# [What to do]
Each record below is to be output unchanged, and any picture is to be dropped.

# [Exercise data]

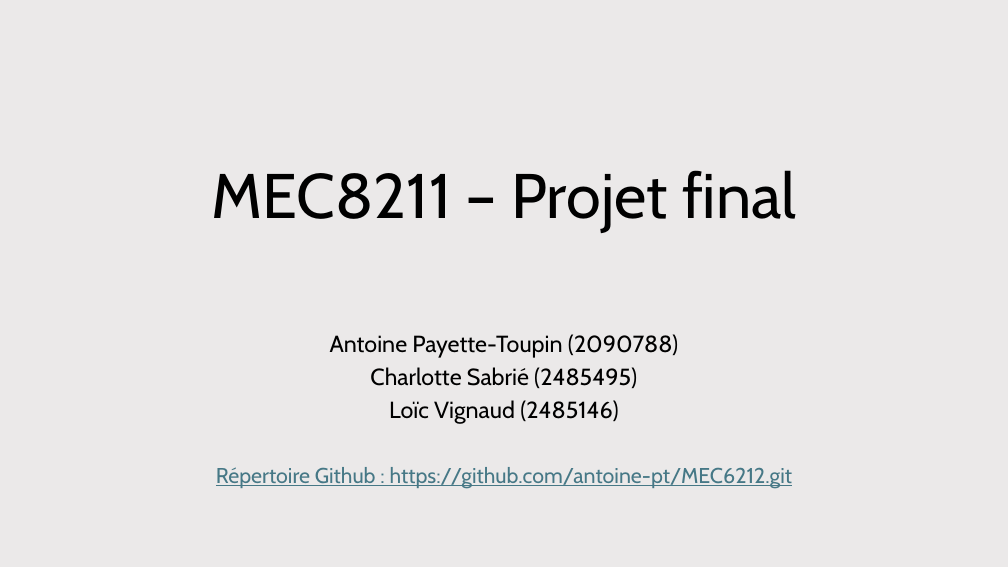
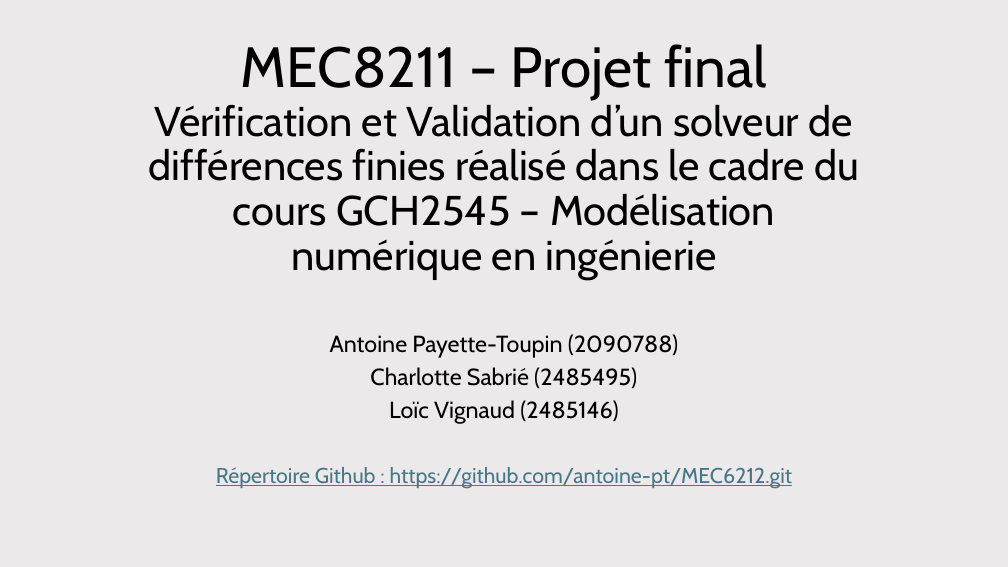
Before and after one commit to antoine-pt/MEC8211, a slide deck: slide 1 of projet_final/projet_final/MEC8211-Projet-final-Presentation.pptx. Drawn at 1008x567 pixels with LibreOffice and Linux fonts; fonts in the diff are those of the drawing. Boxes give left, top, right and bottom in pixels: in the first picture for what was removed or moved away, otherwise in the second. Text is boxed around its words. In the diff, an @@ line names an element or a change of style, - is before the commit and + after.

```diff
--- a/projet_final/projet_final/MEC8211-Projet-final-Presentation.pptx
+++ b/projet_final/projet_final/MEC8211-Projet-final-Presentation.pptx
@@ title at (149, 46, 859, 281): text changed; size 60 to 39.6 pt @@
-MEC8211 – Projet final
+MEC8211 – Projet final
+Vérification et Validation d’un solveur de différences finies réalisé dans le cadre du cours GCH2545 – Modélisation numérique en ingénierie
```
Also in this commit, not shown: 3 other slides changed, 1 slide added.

# [Result of the exercise]
Before and after one commit to antoine-pt/MEC8211, a slide deck: slide 1 of projet_final/projet_final/MEC8211-Projet-final-Presentation.pptx. Drawn at 1008x567 pixels with LibreOffice and Linux fonts; fonts in the diff are those of the drawing. Boxes give left, top, right and bottom in pixels: in the first picture for what was removed or moved away, otherwise in the second. Text is boxed around its words. In the diff, an @@ line names an element or a change of style, - is before the commit and + after.

```diff
--- a/projet_final/projet_final/MEC8211-Projet-final-Presentation.pptx
+++ b/projet_final/projet_final/MEC8211-Projet-final-Presentation.pptx
@@ title at (149, 46, 859, 281): text changed; size 60 to 39.6 pt @@
-MEC8211 – Projet final
+MEC8211 – Projet final
+Vérification et Validation d’un solveur de différences finies réalisé dans le cadre du cours GCH2545 – Modélisation numérique en ingénierie
```
Also in this commit, not shown: 3 other slides changed, 1 slide added.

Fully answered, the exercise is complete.